Assuming Obamacare comes into law in 2014, this will bring some thirty-two-millions adults into the insurance market. That is a large number of people. At present, they only come into the system when their symptoms become so serious, they cannot be ignored. Trips to the nearest emergency room are the result. For the rest of the time, they stay outside the system, buying whatever drugs they think they need online and hoping for the best. But if they all suddenly have insurance coverage, this opens the door to local doctors and, if referrals are in order, they will all arrive in your local hospitals and clinics. Put another way. You may think the current healthcare facilities are stretched. Just wait to see what happens when thirty-two-million more people try to use them.

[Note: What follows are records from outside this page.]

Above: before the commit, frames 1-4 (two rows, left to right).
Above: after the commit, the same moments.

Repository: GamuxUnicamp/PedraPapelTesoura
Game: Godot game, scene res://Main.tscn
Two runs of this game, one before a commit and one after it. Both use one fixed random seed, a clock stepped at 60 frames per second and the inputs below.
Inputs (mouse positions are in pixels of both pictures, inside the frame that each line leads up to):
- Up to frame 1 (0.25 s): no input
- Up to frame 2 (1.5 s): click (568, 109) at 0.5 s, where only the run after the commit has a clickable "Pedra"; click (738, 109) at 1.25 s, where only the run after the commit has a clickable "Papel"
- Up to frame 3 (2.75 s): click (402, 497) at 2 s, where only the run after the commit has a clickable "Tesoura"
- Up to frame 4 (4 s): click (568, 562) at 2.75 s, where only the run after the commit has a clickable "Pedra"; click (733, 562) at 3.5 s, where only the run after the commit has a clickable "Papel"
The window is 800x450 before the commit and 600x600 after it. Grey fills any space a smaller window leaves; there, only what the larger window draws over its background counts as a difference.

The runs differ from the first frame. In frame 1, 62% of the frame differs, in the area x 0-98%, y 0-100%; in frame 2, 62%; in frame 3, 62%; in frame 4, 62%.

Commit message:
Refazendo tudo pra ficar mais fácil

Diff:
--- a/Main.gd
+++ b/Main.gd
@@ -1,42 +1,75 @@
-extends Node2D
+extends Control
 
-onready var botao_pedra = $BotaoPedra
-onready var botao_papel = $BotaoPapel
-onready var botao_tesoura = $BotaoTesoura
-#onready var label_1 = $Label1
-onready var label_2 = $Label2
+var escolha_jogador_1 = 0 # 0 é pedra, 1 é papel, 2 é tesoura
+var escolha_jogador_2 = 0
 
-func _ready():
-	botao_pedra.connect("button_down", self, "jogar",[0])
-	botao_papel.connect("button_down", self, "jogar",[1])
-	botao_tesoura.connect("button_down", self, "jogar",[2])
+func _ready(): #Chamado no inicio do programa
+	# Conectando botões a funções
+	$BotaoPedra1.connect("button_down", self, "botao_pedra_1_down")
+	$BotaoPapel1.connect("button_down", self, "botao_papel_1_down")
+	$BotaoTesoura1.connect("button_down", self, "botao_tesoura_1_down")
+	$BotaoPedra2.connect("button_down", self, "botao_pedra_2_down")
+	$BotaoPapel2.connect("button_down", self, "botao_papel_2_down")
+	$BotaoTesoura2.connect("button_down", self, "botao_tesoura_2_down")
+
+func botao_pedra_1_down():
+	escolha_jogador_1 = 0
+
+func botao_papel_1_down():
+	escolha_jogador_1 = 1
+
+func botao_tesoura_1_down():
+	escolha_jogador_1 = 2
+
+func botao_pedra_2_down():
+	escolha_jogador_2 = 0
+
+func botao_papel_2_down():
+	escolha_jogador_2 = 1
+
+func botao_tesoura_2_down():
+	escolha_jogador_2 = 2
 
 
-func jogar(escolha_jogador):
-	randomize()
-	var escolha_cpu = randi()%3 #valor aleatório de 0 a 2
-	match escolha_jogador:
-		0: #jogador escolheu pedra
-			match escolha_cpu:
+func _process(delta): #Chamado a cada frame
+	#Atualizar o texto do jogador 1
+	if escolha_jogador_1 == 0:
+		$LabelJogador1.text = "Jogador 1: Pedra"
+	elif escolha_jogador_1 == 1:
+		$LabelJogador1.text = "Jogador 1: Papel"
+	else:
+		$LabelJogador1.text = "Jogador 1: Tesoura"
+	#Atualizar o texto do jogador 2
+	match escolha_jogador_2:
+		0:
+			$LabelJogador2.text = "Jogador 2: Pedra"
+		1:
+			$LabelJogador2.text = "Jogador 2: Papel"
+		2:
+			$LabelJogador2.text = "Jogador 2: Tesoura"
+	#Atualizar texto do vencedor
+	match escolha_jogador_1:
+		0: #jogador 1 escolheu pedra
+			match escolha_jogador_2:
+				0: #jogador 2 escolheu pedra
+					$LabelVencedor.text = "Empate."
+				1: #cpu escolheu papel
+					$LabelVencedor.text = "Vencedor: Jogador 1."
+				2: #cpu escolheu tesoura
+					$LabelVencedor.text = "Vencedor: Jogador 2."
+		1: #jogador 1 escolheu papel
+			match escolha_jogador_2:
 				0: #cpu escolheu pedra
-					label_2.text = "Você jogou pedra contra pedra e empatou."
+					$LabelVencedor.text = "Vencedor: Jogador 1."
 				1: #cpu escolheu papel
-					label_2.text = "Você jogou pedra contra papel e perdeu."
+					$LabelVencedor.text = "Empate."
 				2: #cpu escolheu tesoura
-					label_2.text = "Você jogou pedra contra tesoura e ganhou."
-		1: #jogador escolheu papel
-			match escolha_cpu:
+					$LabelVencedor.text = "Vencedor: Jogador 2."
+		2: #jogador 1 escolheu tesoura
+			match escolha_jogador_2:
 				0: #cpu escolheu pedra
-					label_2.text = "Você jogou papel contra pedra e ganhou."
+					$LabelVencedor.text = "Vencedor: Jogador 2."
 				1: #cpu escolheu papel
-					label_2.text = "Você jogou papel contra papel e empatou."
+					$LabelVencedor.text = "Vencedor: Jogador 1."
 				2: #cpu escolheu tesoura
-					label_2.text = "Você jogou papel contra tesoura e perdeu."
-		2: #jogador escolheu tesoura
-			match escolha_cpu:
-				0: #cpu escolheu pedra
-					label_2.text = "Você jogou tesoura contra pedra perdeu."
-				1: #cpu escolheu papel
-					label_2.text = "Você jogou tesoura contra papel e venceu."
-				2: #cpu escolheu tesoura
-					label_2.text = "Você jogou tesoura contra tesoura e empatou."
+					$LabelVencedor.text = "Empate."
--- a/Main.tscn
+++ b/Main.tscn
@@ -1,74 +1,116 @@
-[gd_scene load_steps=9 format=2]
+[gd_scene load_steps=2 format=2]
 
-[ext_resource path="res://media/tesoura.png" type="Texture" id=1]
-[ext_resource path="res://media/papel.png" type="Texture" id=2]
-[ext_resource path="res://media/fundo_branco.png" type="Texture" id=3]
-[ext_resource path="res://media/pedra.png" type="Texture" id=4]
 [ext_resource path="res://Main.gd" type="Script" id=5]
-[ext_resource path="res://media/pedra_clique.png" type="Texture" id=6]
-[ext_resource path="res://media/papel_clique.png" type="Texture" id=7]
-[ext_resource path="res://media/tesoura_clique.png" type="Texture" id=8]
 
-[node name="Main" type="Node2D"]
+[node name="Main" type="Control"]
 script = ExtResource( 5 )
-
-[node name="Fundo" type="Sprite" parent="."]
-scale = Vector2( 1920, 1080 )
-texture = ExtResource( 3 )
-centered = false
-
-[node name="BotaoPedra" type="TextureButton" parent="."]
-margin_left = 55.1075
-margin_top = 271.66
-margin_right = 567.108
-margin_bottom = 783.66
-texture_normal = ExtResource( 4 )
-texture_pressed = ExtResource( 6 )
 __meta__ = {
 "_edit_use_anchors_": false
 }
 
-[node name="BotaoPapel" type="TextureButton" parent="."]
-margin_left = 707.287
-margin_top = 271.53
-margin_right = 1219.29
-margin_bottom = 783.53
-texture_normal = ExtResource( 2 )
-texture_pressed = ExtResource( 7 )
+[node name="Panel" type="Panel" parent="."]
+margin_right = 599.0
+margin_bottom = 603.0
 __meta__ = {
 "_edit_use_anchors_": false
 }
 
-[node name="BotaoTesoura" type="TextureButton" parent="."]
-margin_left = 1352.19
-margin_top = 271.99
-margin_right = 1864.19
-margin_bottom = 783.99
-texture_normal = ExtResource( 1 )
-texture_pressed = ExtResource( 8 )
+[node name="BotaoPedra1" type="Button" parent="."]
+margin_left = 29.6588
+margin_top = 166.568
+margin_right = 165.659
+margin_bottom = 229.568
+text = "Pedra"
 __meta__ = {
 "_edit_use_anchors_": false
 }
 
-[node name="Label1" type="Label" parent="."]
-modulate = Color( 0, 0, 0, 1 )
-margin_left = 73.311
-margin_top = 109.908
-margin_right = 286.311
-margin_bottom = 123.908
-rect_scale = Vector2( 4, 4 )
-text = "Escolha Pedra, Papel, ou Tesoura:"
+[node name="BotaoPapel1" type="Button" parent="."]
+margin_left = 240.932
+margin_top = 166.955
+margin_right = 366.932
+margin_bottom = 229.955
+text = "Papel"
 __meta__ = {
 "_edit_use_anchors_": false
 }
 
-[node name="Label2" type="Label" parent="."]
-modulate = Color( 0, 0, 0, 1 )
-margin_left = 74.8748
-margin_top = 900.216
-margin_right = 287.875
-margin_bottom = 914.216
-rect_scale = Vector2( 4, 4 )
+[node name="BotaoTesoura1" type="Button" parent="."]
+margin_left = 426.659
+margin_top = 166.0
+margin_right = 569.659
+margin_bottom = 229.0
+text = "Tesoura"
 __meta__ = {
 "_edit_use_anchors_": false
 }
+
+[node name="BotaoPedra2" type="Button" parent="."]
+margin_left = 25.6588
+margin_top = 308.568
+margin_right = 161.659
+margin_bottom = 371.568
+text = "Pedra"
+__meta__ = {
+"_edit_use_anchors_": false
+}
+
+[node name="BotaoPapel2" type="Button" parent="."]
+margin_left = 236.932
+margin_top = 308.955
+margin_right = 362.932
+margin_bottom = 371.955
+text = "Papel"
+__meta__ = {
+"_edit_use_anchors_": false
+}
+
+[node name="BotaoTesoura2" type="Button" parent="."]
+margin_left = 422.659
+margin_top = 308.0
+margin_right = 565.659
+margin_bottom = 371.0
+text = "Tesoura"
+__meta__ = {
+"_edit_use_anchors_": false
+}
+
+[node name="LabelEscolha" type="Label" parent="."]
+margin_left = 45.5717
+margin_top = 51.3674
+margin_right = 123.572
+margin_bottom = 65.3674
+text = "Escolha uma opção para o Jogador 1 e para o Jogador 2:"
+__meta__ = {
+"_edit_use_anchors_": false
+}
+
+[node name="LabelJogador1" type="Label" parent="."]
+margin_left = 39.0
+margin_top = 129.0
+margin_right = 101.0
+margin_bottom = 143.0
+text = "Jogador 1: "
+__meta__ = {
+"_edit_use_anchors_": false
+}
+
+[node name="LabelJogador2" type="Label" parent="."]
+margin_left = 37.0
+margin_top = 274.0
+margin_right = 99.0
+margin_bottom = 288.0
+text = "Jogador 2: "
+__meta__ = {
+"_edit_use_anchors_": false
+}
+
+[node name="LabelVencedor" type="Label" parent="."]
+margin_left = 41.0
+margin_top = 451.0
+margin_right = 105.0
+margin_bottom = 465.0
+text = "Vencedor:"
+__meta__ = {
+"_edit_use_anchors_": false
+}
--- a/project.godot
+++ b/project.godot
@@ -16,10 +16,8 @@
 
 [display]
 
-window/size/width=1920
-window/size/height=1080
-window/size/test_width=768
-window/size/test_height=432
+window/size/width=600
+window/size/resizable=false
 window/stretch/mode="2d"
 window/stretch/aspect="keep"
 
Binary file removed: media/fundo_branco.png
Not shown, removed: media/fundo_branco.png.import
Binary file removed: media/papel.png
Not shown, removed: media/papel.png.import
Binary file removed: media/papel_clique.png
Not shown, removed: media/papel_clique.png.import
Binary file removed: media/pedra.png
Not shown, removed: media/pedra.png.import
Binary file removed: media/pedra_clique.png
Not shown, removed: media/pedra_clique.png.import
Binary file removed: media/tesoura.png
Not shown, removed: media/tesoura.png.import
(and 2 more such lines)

This is not something we can ignore. We need a major new building plan to put new hospitals and clinics into play for 2014. Thinking about time, with less than four years to go, the capital for building must be found, land must be acquired, any zoning issues must be resolved, physical building must be completed, and all the relevant equipment installed. Except empty buildings need the staff to run them. Where are all the doctors going to come from? Waiting lists are already long. Even if medical schools expand their facilities ready for the 2011 intake, will they be able to train enough doctors to start filling in all the gaps when these new hospitals start recruiting? And then think about all the nursing and auxiliary staff required. As it stands, the US would collapse were it not able to import staff from other countries. In particular, the Philippines and India now supply the majority of the nursing professionals. Where will all the new health workers come from? Here we can note an interesting point of contrast with other developed countries. Graduate nurses are allowed to order some tests and prescribe a limited range of medications. In the US, doctors jealously guard the privileges of their rank. But if there are too few doctors, patients may be left without effective treatment for long periods of time. This is unacceptable.
Once you follow through the logic of the healthcare reforms, you can see tens of thousands of new health professionals are going to be required. The US fails to recruit an adequate number of local people to fill these jobs. They are considered underpaid and too demanding. Thus, only through massive immigration can the US provide the care made necessary by the legal reforms. As it stands today, little or nothing is being done. Indeed, in some states, the local Republican leaderships are actively resisting any changes to the status quo. All this does is store up troubles for the healthcare industry and the health insurance industry that will be picking up much of the bills for treatment. We need action now to increase the training and education resources for doctors and nurses. Even if we do not have new buildings, we can at least improve on the present position. Fortunately, the health insurance industry sees the problem and is beginning to change, albeit reluctantly. Hopefully, the medical profession will not be too far behind.